When modern psychiatric drugs were introduced in the 1950s, they were understood according to a drug-centred model. Antipsychotics, for example, which were then known as ‘major tranquilisers,’ were regarded as a special sort of sedative. They were thought to have properties that made them uniquely useful in situations like an acute psychotic episode, because they could slow up thought and dampen emotion without simply inducing sleep, but they were not regarded as a disease-targeting treatment. By the 1970s, however, this view was eclipsed and the disease-centred model of drug action became dominant. Accordingly psychiatric drugs were regarded as specific treatments that worked by targeting an underlying disease or abnormality. The change is demonstrated most clearly in the way drugs have come to be named and classified. Prior to the 1950s drugs were classified according to the nature of the psychoactive effects they produce. Existing drugs were crudely classified as having either sedative or stimulant effects on the nervous system. After the 1950s, however, drugs came to be named and classified according to the disease or disorder they are thought to treat; antidepressants, antipsychotics and anxiolytics, for example.
The ascendance of the disease-centred model of drug action did not occur because of overwhelming evidence of the superiority and truth of the disease-centred model. There was not then, and is not now, convincing evidence that any class of psychiatric drugs has a disease centred or disease-specific action. There was not even any real debate about alternative theories of drug action. The disease centred model just took over and the drug-centred view simply faded away. People forgot there had ever been another way of understanding how psychiatric drugs might work.

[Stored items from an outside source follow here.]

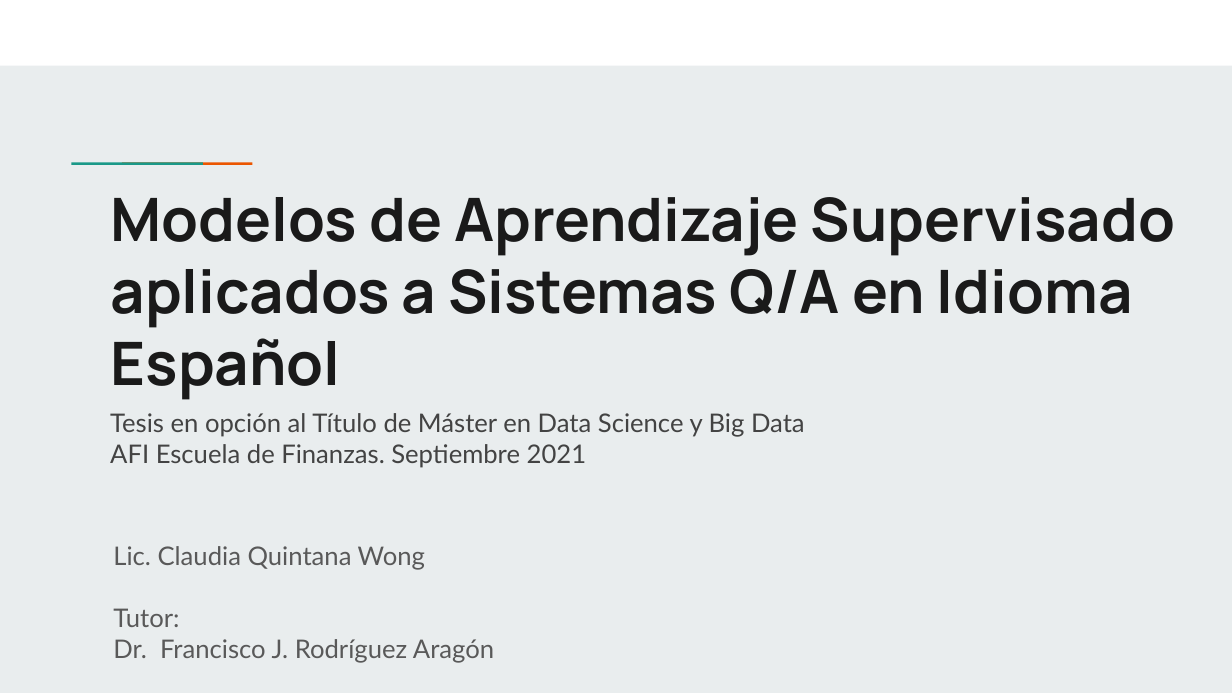
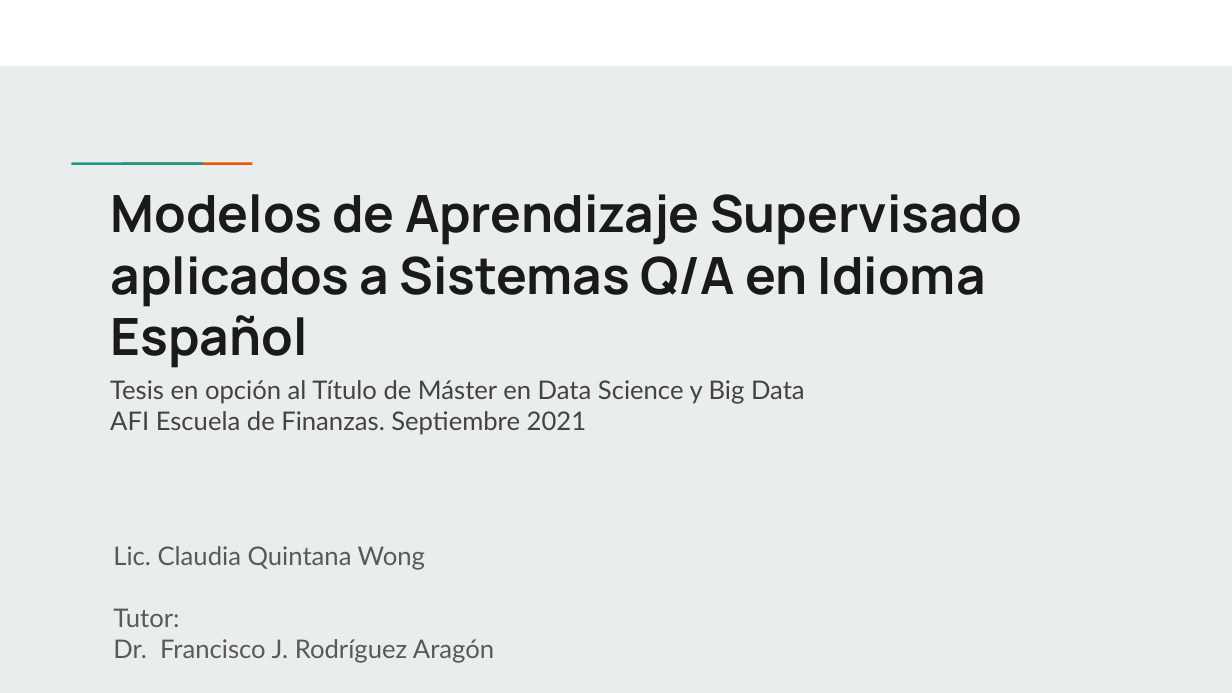
Before and after one commit to claudiaqw/head-qa-afi, a slide deck: slide 1 of defense/Defensa TFM Claudia Quintana Wong.pptx. Drawn at 1232x693 pixels with LibreOffice and Linux fonts; fonts in the diff are those of the drawing. Boxes give left, top, right and bottom in pixels: in the first picture for what was removed or moved away, otherwise in the second. Text is boxed around its words. In the diff, an @@ line names an element or a change of style, - is before the commit and + after.

```diff
--- a/defense/Defensa TFM Claudia Quintana Wong.pptx
+++ b/defense/Defensa TFM Claudia Quintana Wong.pptx
@@ title "Modelos de Aprendizaje Supervisado aplicados ..." at (111, 194, 1022, 368): size 35 to 30 pt @@
@@ text "Tesis en opción al Título ...": place and size @@
-text "Tesis en opción al Título ..." at (110, 413, 805, 468)
+text "Tesis en opción al Título ..." at (110, 380, 805, 435)
```
Also in this commit, not shown: 10 other slides changed, 7 slides added, 8 slides removed.

My work has focused on rehabilitating the drug-centred view of drug action because I believe it is the correct way of understanding what the drugs we currently use are doing when they are taken by people diagnosed with mental health problems (and anyone else for that matter). The drug-centred model demands a more thorough understanding of the total range of effects that drugs produce and starts from the point of view that all drugs are foreign chemicals that necessarily change the way the body normally functions. The drug-centred model focuses our attention on the impact that drugs have on the body and the brain, and on all the possible consequences that drug-induced alterations can have on how people think, feel and behave. It is a necessary starting point for the sensible, cautious and safe use of drugs in mental health services.